▶ WHAT NEEDS TO BE DONE
Go through the data below. Pull out every line that has the word "stock".

▶ DATA PROVIDED
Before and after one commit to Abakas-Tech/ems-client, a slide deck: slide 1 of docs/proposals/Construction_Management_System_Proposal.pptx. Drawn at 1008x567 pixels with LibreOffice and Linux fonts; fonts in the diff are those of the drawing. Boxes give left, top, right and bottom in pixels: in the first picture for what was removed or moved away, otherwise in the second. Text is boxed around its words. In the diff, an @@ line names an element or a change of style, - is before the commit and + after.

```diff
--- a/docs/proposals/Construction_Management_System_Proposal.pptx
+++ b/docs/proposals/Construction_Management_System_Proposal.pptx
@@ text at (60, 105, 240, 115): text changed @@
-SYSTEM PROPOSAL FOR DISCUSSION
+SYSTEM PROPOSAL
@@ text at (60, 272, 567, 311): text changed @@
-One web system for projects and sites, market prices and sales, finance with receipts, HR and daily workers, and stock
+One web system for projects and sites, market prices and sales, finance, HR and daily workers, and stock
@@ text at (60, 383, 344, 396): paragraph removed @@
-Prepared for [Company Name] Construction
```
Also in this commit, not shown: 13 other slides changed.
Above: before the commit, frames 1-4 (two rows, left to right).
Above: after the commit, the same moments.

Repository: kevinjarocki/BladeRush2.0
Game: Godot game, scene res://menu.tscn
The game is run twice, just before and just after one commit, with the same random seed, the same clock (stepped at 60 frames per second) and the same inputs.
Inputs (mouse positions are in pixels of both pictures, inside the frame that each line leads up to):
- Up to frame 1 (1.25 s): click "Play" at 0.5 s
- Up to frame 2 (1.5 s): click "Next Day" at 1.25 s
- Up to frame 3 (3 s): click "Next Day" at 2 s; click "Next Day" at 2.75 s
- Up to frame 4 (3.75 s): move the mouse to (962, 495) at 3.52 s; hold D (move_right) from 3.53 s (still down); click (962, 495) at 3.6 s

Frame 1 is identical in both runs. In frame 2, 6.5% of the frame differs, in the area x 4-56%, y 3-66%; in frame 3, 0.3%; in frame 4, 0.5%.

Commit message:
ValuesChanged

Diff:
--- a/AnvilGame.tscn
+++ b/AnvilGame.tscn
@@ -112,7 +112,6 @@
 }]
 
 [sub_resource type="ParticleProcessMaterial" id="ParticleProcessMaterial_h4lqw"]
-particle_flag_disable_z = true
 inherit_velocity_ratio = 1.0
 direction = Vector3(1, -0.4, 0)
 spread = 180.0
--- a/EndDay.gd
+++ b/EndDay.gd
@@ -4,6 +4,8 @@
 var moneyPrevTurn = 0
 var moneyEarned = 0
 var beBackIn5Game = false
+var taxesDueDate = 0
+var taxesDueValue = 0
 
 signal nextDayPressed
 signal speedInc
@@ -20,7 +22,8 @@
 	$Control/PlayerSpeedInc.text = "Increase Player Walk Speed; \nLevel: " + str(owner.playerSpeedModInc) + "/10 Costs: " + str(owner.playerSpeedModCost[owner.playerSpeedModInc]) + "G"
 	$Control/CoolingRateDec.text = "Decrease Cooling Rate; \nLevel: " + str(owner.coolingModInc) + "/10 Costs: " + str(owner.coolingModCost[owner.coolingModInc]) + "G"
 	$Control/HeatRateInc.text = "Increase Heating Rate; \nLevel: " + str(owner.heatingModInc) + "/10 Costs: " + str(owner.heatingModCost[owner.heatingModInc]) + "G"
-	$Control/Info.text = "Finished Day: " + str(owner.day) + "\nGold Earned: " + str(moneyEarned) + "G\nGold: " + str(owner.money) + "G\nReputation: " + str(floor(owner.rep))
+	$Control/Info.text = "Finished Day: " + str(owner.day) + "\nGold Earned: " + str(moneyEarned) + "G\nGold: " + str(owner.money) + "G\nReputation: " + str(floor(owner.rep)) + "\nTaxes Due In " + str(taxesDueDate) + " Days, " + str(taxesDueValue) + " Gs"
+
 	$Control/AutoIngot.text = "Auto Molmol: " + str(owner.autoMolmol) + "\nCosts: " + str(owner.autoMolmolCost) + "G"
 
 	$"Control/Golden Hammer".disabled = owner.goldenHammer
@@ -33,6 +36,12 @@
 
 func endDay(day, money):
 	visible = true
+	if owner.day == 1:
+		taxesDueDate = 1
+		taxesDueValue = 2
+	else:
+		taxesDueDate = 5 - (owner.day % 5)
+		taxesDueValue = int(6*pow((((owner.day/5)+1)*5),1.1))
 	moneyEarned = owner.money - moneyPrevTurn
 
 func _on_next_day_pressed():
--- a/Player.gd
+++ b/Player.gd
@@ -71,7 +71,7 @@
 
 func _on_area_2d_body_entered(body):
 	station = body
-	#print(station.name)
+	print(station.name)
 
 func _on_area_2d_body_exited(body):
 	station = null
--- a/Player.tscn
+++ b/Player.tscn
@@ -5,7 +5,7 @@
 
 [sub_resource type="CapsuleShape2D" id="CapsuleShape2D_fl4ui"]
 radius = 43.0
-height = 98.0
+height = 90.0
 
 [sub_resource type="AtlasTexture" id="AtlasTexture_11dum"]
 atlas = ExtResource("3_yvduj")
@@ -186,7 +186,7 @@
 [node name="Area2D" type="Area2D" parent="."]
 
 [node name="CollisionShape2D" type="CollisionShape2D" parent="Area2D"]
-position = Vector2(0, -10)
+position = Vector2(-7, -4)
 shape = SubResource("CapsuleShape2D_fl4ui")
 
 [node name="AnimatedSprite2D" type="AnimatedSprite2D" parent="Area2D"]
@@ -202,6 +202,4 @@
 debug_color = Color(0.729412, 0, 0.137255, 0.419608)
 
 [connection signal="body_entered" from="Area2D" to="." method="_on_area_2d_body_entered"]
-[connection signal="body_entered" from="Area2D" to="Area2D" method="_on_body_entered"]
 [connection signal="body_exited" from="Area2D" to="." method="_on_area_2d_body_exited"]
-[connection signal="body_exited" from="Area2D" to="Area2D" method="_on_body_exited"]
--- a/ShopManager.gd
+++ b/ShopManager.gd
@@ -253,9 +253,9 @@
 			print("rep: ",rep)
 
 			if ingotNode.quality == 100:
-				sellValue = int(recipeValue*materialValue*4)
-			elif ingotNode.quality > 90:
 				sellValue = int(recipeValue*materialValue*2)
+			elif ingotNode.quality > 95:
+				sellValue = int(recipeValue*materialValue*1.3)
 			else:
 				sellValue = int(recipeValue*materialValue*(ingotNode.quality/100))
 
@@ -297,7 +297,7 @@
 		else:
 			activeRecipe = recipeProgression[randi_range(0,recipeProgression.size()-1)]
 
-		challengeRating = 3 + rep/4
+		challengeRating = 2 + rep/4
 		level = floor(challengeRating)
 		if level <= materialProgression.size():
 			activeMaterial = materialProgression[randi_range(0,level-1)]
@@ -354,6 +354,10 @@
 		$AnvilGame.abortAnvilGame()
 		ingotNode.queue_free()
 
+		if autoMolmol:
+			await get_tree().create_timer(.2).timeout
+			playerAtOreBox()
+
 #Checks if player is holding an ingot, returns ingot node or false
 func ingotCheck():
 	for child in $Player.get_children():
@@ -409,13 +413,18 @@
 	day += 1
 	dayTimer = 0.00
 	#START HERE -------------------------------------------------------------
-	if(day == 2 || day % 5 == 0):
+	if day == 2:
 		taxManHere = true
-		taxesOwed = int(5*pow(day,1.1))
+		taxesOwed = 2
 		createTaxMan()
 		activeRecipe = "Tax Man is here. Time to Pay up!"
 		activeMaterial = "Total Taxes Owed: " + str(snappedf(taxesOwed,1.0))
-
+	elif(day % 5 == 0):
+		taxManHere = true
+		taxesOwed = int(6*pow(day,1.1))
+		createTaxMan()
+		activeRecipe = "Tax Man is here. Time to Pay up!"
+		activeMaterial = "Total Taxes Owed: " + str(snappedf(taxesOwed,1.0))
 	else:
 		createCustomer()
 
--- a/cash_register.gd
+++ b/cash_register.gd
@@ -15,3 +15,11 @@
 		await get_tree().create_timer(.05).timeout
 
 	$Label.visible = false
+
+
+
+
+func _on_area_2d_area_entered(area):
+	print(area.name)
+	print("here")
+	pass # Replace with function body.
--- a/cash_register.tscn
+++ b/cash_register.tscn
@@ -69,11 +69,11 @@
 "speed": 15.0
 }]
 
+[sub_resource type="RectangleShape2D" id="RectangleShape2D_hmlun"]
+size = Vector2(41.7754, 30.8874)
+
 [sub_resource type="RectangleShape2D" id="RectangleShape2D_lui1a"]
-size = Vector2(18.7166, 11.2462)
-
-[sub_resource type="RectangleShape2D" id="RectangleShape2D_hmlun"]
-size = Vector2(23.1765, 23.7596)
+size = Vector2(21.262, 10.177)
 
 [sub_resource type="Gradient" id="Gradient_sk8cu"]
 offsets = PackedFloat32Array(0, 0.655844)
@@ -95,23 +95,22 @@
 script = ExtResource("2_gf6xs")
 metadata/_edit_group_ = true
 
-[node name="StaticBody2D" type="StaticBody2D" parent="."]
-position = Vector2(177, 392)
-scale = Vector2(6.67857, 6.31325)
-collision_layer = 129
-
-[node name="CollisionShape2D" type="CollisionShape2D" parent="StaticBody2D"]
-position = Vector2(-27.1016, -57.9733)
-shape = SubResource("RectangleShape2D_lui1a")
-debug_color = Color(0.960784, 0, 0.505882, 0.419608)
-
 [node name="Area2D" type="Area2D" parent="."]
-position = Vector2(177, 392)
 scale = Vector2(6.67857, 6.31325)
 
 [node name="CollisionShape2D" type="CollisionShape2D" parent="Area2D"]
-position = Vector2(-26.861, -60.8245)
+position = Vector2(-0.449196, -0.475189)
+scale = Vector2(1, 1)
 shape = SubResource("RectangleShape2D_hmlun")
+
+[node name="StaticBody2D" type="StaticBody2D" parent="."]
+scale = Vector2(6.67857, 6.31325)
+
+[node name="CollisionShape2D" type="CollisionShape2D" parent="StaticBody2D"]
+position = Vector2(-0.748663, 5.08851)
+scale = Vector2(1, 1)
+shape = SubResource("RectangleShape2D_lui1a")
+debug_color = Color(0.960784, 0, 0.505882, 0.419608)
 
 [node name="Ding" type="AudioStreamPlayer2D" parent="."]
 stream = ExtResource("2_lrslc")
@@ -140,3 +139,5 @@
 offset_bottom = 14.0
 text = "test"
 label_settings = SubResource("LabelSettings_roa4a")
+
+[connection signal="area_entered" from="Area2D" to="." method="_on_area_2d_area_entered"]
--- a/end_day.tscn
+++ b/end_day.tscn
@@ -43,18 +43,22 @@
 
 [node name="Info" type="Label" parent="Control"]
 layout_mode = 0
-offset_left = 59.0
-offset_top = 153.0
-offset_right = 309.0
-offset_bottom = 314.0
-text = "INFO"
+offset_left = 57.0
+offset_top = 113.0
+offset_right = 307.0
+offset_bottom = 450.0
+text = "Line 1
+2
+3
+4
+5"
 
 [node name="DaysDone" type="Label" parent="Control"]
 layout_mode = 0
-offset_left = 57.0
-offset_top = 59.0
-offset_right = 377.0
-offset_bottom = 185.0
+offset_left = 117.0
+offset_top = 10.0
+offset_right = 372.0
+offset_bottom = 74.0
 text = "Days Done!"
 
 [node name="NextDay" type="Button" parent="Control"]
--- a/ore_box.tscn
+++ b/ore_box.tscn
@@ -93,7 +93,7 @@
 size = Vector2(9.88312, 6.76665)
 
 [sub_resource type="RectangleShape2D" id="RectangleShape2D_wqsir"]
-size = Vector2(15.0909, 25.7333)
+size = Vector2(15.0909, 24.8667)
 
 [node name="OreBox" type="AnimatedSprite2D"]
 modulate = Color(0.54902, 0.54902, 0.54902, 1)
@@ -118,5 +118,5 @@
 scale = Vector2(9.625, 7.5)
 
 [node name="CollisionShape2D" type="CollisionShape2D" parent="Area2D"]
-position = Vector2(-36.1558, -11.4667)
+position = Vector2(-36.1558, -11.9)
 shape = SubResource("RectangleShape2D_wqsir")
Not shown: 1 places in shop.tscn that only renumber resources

▶ TASK SOLUTION
-One web system for projects and sites, market prices and sales, finance with receipts, HR and daily workers, and stock
+One web system for projects and sites, market prices and sales, finance, HR and daily workers, and stock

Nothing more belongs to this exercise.